──────── Material for the task

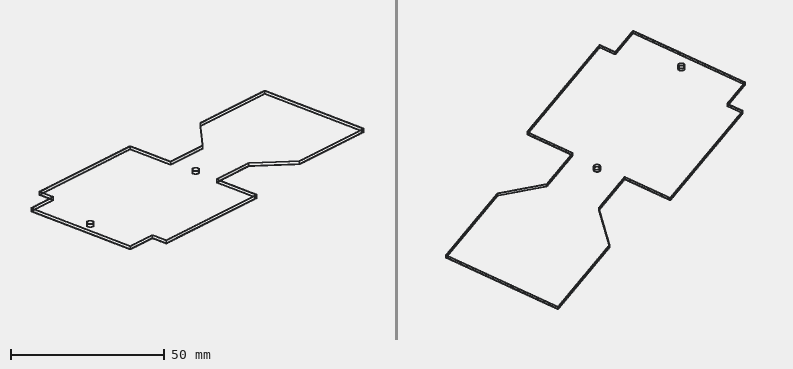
import cadquery as cq

length = 116.0
body_width = 55.0
thickness = 1.2

end_width = 43.0
neck_width = 20.0

tab_length = 11.0
body_length = 45.0
neck_length = 16.0
taper_length = 12.0

hole_diameter = 2.3
front_hole_y = 4.8
rear_hole_offset = 1.0

body_front = tab_length
body_rear = body_front + body_length
neck_rear = body_rear + neck_length
panel_front = neck_rear + taper_length

right_side = [
    (end_width / 2, 0),
    (end_width / 2, body_front),
    (body_width / 2, body_front),
    (body_width / 2, body_rear),
    (neck_width / 2, body_rear),
    (neck_width / 2, neck_rear),
    (end_width / 2, panel_front),
    (end_width / 2, length),
]
left_side = [(-x, y) for x, y in reversed(right_side)]

plate = cq.Workplane("XY").polyline(right_side + left_side).close().extrude(thickness)

hole_centres = [(0, front_hole_y), (0, body_rear + rear_hole_offset)]
holes = cq.Workplane("XY").pushPoints(hole_centres).circle(hole_diameter / 2).extrude(thickness)

result = plate.cut(holes)
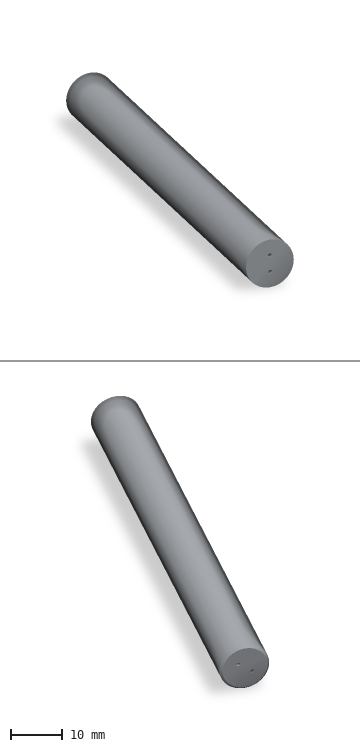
import cadquery as cq
import math

rod_diameter = 10.0
rod_length = 90.0
end_chamfer = 0.5
hole_diameter = 0.75
hole_circle_diameter = 3.5
hole_start_angle = 36.0
hole_count = 2
helix_angle = 30.0

helix_lead = math.pi * rod_diameter / math.tan(math.radians(helix_angle))
hole_twist = 360.0 * rod_length / helix_lead


def make_rod():
    """Round rod along X, centred on the axis, with its -X end chamfered."""
    rod = cq.Workplane("YZ").circle(rod_diameter / 2).extrude(rod_length)
    return rod.faces("<X").chamfer(end_chamfer)


def make_coolant_hole(start_angle):
    """Right-handed helical hole running the full length of the rod."""
    angle = math.radians(start_angle)
    y = hole_circle_diameter / 2 * math.cos(angle)
    z = hole_circle_diameter / 2 * math.sin(angle)
    profile = cq.Workplane("YZ").moveTo(y, z).circle(hole_diameter / 2)
    return profile.twistExtrude(rod_length, hole_twist)


result = make_rod()
for index in range(hole_count):
    result = result.cut(make_coolant_hole(hole_start_angle + index * 360.0 / hole_count))

────────────────

*Work request:* An exact copy of the lines above, from the first through the line that holds "result = make_rod()", is what is needed; leave the pictures out.

*Solution to the exercise:*
import cadquery as cq

length = 116.0
body_width = 55.0
thickness = 1.2

end_width = 43.0
neck_width = 20.0

tab_length = 11.0
body_length = 45.0
neck_length = 16.0
taper_length = 12.0

hole_diameter = 2.3
front_hole_y = 4.8
rear_hole_offset = 1.0

body_front = tab_length
body_rear = body_front + body_length
neck_rear = body_rear + neck_length
panel_front = neck_rear + taper_length

right_side = [
    (end_width / 2, 0),
    (end_width / 2, body_front),
    (body_width / 2, body_front),
    (body_width / 2, body_rear),
    (neck_width / 2, body_rear),
    (neck_width / 2, neck_rear),
    (end_width / 2, panel_front),
    (end_width / 2, length),
]
left_side = [(-x, y) for x, y in reversed(right_side)]

plate = cq.Workplane("XY").polyline(right_side + left_side).close().extrude(thickness)

hole_centres = [(0, front_hole_y), (0, body_rear + rear_hole_offset)]
holes = cq.Workplane("XY").pushPoints(hole_centres).circle(hole_diameter / 2).extrude(thickness)

result = plate.cut(holes)
import cadquery as cq
import math

rod_diameter = 10.0
rod_length = 90.0
end_chamfer = 0.5
hole_diameter = 0.75
hole_circle_diameter = 3.5
hole_start_angle = 36.0
hole_count = 2
helix_angle = 30.0

helix_lead = math.pi * rod_diameter / math.tan(math.radians(helix_angle))
hole_twist = 360.0 * rod_length / helix_lead


def make_rod():
    """Round rod along X, centred on the axis, with its -X end chamfered."""
    rod = cq.Workplane("YZ").circle(rod_diameter / 2).extrude(rod_length)
    return rod.faces("<X").chamfer(end_chamfer)


def make_coolant_hole(start_angle):
    """Right-handed helical hole running the full length of the rod."""
    angle = math.radians(start_angle)
    y = hole_circle_diameter / 2 * math.cos(angle)
    z = hole_circle_diameter / 2 * math.sin(angle)
    profile = cq.Workplane("YZ").moveTo(y, z).circle(hole_diameter / 2)
    return profile.twistExtrude(rod_length, hole_twist)


result = make_rod()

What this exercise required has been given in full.